**Work required**
Give back every line of the material below that has the string "TileMap".

**Exercise inputs**
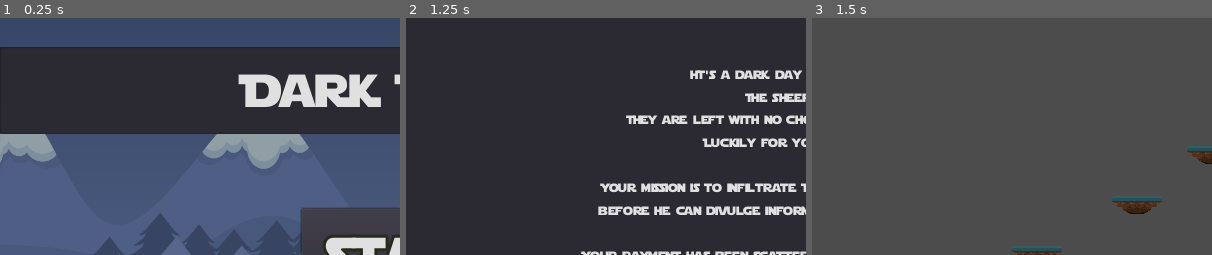
Above: before the commit, frames 1-3 (left to right).
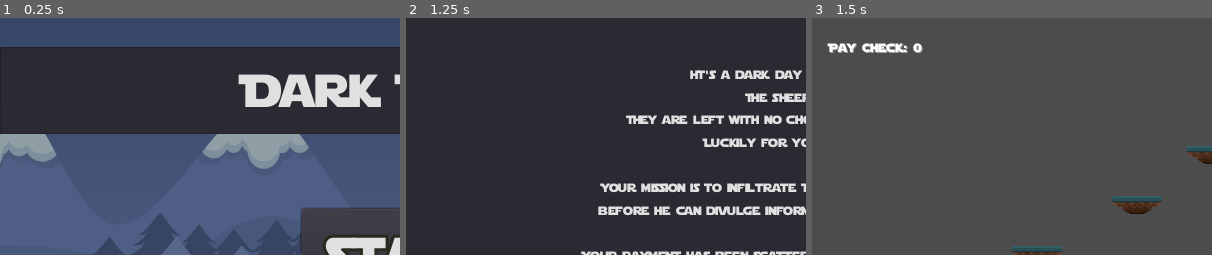
Above: after the commit, the same moments.

Repository: ahmet9cengiz/DarkLight
Game: Godot game, scene res://TitleScreen.tscn
The game is run twice, just before and just after one commit, with the same random seed, the same clock (stepped at 60 frames per second) and the same inputs.
Inputs:
- Up to frame 1 (0.25 s): no input
- Up to frame 2 (1.25 s): click "Start" at 0.5 s
- Up to frame 3 (1.5 s): tap Enter (ui_accept) at 1.25 s; hold Right (ui_right) from 1.28 s (still down)
The pictures show only the part of the screen within x 0-50%, y 0-50%; the shares and areas given below are measured in that part.

Frames 1-2 are identical in both runs. In frame 3, 0.7% of the frame differs, in the area x 3-28%, y 10-15%.

Commit message:
Added Score

Diff:
--- a/DarkLightGame/LevelOne.gd
+++ b/DarkLightGame/LevelOne.gd
@@ -10,3 +10,7 @@
 	self.add_child(audioStream)
 	audioStream.stream = load("res://audio/4490-the-descent-by-kevin-macleod.ogg")
 	audioStream.play()
+
+func _process(delta):
+  $HUD/Score.set_text("Pay Check: " + str(globalScript.score))
+  pass
--- a/DarkLightGame/LevelOne.tscn
+++ b/DarkLightGame/LevelOne.tscn
@@ -1,7 +1,8 @@
-[gd_scene load_steps=21 format=2]
+[gd_scene load_steps=23 format=2]
 
 [ext_resource path="res://LevelOne.gd" type="Script" id=1]
 [ext_resource path="res://TileMap.tres" type="TileSet" id=2]
+[ext_resource path="res://images/fonts/StarJedi-DGRW.ttf" type="DynamicFontData" id=3]
 
 [sub_resource type="RectangleShape2D" id=1]
 extents = Vector2( 1537.63, 141.212 )
@@ -57,13 +58,16 @@
 [sub_resource type="RectangleShape2D" id=18]
 extents = Vector2( 130, 70 )
 
+[sub_resource type="DynamicFont" id=19]
+font_data = ExtResource( 3 )
+
 [node name="Node2D" type="Node2D"]
-editor/display_folded = true
 position = Vector2( 0, -60 )
 scale = Vector2( 0.25, 0.25 )
 script = ExtResource( 1 )
 
 [node name="TileMap" type="TileMap" parent="."]
+editor/display_folded = true
 tile_set = ExtResource( 2 )
 cell_size = Vector2( 128, 128 )
 format = 1
@@ -773,4 +777,15 @@
 tile_set = ExtResource( 2 )
 cell_size = Vector2( 128, 128 )
 format = 1
-tile_data = PoolIntArray( -786331, 1, 0, -524193, 1, 0, -262043, 1, 0, 0, 0, 0, 65611, 1, 0, 65612, 1, 0, 65613, 1, 0, 1245208, 1, 0 )
+tile_data = PoolIntArray( -786331, 1, 0, -524193, 1, 0, -262043, 1, 0, 65611, 1, 0, 65612, 1, 0, 65613, 1, 0, 1245208, 1, 0 )
+
+[node name="HUD" type="CanvasLayer" parent="."]
+
+[node name="Score" type="Label" parent="HUD"]
+margin_left = 22.0
+margin_top = 24.0
+margin_right = 122.0
+margin_bottom = 59.0
+custom_fonts/font = SubResource( 19 )
+custom_colors/font_color_shadow = Color( 0.639216, 0.639216, 0.639216, 1 )
+text = "Pay Check: 0"
--- a/DarkLightGame/TitleScreen.gd
+++ b/DarkLightGame/TitleScreen.gd
@@ -1,6 +1,7 @@
 extends Control
 
 func _ready():
+	globalScript.score = 0
 	var audioStream =  AudioStreamPlayer.new()
 	self.add_child(audioStream)
 	audioStream.stream = load("res://audio/3868-hero-down-by-kevin-macleod.ogg")
--- a/DarkLightGame/TitleScreen.tscn
+++ b/DarkLightGame/TitleScreen.tscn
@@ -18,6 +18,7 @@
 font_data = ExtResource( 3 )
 
 [node name="TitleScreen" type="Control"]
+editor/display_folded = true
 anchor_right = 1.0
 anchor_bottom = 1.0
 script = ExtResource( 1 )
--- /dev/null
+++ b/DarkLightGame/globalScript.gd
@@ -0,0 +1,3 @@
+extends Node
+
+var score = 0
--- a/DarkLightGame/project.godot
+++ b/DarkLightGame/project.godot
@@ -19,6 +19,10 @@
 run/main_scene="res://TitleScreen.tscn"
 config/icon="res://images/icon.png"
 
+[autoload]
+
+globalScript="*res://globalScript.gd"
+
 [display]
 
 window/size/height=608

**Expected answer**
 [ext_resource path="res://TileMap.tres" type="TileSet" id=2]
 [node name="TileMap" type="TileMap" parent="."]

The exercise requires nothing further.